The behind-the-curtain intensity of the battle was evident Friday, as Lewis described her meeting with Emanuel in the mayor’s office a few weeks ago. Sitting next to her in a chair in front of his desk, the mayor talked about adding 90 minutes to the school day, saying “I can’t have kids on the street at 2:15,” Lewis recalled.

“I called out what he was doing had nothing to do with education,’’ Lewis said. She said she told him, “So this is not about education. This is about safety. ... This is babysitting and warehousing.”

At that point, the “craziness” began, Lewis said.

“He [Emanuel] got up out of his chair and started cussing at me.” Pressed for the language, Lewis said the mayor told her, “F--- you, Lewis” and dropped other “f-bombs.”

Asked if she swore back, Lewis said, “I stood my ground. ... I basically stood up and said ‘I was out of here.’ I didn’t appreciate the way he talked to me. My father never talked to me like that. My husband’s never talked to me like that. ... I said ‘We need to figure this out.

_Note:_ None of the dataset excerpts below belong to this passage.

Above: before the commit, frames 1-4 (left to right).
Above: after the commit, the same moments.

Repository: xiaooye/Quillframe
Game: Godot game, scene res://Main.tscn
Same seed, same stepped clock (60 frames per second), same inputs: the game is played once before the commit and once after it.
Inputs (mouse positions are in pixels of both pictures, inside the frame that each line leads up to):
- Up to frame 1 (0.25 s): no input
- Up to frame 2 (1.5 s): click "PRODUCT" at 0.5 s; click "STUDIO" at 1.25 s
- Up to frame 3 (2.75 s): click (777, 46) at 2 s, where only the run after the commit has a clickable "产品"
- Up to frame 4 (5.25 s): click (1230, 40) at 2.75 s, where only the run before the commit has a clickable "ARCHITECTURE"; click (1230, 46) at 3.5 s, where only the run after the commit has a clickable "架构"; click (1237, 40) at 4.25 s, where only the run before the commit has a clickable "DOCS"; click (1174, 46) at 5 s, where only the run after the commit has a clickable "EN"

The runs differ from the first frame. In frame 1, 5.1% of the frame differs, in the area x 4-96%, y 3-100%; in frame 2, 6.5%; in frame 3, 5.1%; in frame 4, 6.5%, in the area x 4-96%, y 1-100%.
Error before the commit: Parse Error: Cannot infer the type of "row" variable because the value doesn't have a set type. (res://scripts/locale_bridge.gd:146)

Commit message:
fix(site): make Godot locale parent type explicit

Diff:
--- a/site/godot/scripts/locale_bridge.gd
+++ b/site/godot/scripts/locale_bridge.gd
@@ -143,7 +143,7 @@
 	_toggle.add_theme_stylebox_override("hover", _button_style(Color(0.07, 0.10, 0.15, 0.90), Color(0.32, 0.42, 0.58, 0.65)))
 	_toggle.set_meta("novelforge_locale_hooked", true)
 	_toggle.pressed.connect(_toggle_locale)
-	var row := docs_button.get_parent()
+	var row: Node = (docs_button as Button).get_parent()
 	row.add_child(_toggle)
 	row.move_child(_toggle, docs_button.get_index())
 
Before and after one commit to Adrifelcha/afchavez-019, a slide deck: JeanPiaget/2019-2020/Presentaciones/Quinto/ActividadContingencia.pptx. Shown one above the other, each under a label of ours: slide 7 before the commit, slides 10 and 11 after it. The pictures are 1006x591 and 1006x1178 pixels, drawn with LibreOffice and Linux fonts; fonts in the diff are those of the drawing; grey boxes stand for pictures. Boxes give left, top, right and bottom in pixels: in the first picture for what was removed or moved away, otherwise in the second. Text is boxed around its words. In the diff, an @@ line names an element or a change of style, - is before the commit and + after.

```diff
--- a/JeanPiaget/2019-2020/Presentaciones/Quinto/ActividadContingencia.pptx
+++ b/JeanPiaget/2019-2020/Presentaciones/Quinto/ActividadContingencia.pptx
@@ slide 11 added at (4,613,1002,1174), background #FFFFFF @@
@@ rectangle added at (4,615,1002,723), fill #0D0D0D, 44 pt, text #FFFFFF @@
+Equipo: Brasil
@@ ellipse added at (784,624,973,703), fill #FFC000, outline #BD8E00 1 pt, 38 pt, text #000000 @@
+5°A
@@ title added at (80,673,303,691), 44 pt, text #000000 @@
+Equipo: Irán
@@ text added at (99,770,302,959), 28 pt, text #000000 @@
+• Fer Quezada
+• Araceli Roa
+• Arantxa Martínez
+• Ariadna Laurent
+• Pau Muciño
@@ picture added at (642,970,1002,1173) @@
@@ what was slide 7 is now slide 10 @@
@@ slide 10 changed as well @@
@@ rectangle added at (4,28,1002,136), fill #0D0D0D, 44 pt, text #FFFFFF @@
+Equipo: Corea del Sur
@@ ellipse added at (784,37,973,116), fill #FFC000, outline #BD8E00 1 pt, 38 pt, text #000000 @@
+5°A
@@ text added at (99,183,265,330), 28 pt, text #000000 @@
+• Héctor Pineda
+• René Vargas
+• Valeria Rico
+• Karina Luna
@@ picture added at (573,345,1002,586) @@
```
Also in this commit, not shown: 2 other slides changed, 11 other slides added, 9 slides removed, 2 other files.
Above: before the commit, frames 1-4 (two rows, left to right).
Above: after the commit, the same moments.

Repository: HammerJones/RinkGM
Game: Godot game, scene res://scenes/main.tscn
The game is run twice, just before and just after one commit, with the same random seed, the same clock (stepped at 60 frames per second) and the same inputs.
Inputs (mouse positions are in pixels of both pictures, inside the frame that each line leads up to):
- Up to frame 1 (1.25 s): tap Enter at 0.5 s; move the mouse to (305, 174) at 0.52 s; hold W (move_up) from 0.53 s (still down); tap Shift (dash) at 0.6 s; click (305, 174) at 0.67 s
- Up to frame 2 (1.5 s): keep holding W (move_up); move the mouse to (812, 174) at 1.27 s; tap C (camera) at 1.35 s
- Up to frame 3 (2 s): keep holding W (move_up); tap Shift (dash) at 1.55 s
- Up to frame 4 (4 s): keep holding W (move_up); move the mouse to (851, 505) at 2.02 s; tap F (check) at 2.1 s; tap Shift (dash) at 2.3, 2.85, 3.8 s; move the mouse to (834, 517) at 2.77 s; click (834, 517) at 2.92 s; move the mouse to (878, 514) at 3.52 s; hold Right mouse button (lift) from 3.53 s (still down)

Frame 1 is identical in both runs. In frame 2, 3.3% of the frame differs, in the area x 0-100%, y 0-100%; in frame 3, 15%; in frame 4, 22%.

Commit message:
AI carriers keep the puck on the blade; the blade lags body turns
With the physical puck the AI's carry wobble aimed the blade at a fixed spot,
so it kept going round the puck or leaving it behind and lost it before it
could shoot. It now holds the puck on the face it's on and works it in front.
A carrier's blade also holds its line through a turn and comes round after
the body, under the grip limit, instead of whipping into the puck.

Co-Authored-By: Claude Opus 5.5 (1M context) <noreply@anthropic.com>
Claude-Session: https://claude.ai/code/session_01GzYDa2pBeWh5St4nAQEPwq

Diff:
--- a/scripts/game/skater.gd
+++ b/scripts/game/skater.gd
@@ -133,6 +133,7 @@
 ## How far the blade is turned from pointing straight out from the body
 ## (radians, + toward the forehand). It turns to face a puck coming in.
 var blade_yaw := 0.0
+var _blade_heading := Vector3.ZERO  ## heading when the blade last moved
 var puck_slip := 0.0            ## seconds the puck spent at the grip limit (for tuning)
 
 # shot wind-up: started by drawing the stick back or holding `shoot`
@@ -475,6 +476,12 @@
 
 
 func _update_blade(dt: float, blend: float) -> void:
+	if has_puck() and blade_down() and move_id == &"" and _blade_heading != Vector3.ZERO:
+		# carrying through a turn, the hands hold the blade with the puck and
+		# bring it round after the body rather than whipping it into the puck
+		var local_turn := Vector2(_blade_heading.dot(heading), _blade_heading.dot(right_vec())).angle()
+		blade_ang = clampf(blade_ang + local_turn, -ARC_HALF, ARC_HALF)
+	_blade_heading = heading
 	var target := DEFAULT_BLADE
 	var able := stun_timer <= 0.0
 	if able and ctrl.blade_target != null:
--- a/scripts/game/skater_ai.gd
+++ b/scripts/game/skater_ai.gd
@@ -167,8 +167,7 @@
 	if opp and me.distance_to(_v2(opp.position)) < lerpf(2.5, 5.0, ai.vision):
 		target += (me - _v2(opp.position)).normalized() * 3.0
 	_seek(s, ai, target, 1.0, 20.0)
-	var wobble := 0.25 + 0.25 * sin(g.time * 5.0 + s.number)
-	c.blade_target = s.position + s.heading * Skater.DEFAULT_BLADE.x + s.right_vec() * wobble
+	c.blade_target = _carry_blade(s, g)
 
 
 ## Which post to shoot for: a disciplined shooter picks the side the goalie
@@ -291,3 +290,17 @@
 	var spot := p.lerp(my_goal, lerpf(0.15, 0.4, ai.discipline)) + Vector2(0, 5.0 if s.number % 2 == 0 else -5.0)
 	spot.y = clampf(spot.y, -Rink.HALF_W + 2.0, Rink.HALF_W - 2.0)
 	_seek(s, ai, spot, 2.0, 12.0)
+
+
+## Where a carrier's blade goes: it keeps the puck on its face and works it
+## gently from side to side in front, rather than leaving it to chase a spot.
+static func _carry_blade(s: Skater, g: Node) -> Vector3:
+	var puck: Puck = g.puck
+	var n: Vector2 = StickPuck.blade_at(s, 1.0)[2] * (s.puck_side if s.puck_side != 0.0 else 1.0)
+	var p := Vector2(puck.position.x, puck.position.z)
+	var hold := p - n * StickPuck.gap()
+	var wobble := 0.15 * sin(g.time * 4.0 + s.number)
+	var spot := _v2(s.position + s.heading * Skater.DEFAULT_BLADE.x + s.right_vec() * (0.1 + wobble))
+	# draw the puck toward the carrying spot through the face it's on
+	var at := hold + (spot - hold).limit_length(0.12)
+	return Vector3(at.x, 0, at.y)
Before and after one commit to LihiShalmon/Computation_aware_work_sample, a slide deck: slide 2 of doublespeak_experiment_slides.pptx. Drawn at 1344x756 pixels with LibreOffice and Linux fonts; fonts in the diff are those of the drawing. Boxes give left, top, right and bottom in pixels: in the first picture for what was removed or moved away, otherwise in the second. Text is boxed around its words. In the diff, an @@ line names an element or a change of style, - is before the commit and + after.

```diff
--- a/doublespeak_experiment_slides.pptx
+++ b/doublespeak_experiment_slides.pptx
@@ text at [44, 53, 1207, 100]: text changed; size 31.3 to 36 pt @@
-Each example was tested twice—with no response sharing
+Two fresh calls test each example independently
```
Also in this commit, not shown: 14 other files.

Let’s move on,’’ and the conversation ultimately continued.

At the meeting’s end, Lewis conceded, “I did hug him, but this was pretty intense for a while.”

Emanuel has repeatedly said he would like the extra time spent on math and reading.

At Schurz, Duncan, Chicago’s former Schools CEO, seemed to call for calm and collaboration in what he described as a pivotal moment for Chicago.

“While you have an opportunity that students have a longer day, more opportunities to learn, teachers should be compensated for that extra work,” Duncan said. “This is a no brainer. This is not hard. Let’s be inclusive. Let’s be thoughtful. Bring folks to the table. Let’s get this done.’’

Emanuel’s hand-picked Schools CEO, Jean-Claude Brizard, said the union’s latest legal action “has no basis’’ but he hopes he can resume talks with the CTU.

“My sincere hope is to be able to sit with Karen [Lewis] and talk about what’s best for the kids,’’ Brizard said.